What the task asks. Write out, word for word, the first line of the data below and every line after it through the one containing "Game: Godot game, scene".

Stored data entries.
════
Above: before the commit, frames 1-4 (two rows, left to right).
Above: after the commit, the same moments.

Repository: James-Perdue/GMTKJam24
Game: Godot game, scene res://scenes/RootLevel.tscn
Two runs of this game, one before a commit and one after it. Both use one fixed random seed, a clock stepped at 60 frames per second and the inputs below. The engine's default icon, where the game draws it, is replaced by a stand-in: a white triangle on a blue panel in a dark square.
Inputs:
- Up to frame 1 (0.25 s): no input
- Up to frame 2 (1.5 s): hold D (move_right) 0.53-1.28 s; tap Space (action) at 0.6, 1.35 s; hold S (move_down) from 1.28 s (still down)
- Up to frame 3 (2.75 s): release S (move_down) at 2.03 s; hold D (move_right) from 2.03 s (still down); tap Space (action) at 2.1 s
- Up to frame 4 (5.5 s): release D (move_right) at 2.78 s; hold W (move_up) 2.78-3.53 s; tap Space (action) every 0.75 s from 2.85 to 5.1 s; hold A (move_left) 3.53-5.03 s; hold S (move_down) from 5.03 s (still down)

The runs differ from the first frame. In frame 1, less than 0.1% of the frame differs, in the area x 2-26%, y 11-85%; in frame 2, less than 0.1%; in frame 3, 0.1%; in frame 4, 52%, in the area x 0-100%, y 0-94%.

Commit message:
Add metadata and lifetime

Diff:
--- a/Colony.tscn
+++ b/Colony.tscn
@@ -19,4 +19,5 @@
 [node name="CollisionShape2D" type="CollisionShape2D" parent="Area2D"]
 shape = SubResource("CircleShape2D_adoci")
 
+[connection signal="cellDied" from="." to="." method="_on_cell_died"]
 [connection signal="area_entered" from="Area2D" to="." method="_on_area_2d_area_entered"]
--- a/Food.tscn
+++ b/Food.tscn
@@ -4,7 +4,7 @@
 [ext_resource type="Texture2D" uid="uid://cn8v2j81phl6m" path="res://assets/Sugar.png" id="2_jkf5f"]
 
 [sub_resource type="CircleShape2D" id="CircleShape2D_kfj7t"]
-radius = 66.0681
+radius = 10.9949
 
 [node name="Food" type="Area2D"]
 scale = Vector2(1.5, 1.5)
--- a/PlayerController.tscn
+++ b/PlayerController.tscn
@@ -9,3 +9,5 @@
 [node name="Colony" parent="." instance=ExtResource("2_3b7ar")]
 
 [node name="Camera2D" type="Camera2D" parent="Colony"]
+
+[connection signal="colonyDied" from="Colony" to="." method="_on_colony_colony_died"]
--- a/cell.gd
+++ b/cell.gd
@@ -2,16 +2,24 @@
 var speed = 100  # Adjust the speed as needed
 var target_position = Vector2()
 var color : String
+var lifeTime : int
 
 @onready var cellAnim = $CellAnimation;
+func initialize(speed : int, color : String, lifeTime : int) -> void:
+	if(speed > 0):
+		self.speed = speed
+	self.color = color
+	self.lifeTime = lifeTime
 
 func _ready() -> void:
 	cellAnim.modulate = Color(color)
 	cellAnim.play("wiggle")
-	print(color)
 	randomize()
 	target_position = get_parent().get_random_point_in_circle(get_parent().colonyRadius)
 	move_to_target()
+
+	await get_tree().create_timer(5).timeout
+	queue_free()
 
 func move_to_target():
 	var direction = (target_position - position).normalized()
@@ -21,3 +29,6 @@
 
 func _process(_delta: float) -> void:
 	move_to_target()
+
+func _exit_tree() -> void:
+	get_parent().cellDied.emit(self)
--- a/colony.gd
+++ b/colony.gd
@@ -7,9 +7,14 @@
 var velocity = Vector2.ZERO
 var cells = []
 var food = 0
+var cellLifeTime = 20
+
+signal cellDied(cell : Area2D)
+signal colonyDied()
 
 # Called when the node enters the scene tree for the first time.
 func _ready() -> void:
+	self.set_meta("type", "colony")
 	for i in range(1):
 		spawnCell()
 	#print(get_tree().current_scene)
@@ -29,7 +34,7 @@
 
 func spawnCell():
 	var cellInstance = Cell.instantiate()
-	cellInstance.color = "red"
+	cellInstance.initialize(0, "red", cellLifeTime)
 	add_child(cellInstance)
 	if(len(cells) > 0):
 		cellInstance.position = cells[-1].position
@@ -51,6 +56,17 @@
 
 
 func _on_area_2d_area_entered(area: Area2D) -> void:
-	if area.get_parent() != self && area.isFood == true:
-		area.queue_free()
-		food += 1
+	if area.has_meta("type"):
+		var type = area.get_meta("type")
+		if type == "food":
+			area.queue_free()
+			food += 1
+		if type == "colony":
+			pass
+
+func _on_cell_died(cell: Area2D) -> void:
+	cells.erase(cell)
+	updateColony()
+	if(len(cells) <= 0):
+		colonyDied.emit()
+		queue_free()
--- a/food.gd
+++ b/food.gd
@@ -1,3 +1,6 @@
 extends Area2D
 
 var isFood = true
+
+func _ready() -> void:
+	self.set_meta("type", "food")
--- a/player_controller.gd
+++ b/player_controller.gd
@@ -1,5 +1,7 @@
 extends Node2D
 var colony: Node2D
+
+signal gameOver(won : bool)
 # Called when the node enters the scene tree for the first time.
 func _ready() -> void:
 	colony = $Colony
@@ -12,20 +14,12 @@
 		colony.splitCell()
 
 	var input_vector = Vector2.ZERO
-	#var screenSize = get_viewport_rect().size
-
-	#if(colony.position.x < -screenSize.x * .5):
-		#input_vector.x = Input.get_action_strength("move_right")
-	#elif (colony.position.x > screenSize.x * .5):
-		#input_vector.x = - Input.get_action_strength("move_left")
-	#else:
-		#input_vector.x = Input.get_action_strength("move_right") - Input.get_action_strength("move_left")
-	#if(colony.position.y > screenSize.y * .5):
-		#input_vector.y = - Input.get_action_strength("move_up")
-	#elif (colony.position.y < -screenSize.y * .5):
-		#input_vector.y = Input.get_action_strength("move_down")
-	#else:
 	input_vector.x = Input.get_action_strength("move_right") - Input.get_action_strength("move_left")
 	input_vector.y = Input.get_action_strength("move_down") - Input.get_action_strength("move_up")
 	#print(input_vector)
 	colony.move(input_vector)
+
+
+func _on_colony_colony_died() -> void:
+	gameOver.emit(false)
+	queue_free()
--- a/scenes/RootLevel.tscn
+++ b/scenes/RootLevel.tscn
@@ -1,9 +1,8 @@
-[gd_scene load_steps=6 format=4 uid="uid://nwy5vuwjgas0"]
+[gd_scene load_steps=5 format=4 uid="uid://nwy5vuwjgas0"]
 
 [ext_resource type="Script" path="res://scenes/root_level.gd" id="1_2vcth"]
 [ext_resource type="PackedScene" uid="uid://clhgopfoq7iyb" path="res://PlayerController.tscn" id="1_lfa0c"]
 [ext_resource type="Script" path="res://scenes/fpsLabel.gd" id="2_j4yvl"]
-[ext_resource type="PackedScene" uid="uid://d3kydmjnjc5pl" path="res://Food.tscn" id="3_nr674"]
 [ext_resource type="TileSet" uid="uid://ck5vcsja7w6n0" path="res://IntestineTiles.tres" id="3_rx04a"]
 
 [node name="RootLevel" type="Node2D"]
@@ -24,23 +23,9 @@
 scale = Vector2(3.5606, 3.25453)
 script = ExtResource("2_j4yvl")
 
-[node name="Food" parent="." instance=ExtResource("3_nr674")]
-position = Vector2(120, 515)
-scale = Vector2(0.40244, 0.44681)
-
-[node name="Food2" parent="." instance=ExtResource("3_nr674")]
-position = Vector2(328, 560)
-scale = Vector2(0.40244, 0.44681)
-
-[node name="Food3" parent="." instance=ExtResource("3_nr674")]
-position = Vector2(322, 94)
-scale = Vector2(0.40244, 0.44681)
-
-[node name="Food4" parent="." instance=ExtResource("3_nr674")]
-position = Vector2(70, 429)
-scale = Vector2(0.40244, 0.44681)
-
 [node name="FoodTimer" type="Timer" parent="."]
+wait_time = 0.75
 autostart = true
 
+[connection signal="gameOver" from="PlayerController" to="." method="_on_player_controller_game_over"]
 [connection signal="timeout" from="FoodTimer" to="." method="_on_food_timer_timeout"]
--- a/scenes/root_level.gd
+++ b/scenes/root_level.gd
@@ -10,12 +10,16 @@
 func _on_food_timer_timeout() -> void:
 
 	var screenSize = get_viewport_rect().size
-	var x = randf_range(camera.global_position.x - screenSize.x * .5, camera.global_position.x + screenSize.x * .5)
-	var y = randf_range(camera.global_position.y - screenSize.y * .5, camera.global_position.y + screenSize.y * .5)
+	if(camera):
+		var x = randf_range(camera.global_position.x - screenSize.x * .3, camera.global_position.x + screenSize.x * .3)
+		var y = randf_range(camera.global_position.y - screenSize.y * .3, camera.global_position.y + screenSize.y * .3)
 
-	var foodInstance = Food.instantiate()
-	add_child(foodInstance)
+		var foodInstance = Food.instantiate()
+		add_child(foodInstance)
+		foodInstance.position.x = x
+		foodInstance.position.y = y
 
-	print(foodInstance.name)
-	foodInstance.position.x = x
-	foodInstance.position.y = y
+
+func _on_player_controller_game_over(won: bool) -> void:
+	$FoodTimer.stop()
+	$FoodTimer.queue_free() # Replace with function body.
════
Response.
Above: before the commit, frames 1-4 (two rows, left to right).
Above: after the commit, the same moments.

Repository: James-Perdue/GMTKJam24
Game: Godot game, scene res://scenes/RootLevel.tscn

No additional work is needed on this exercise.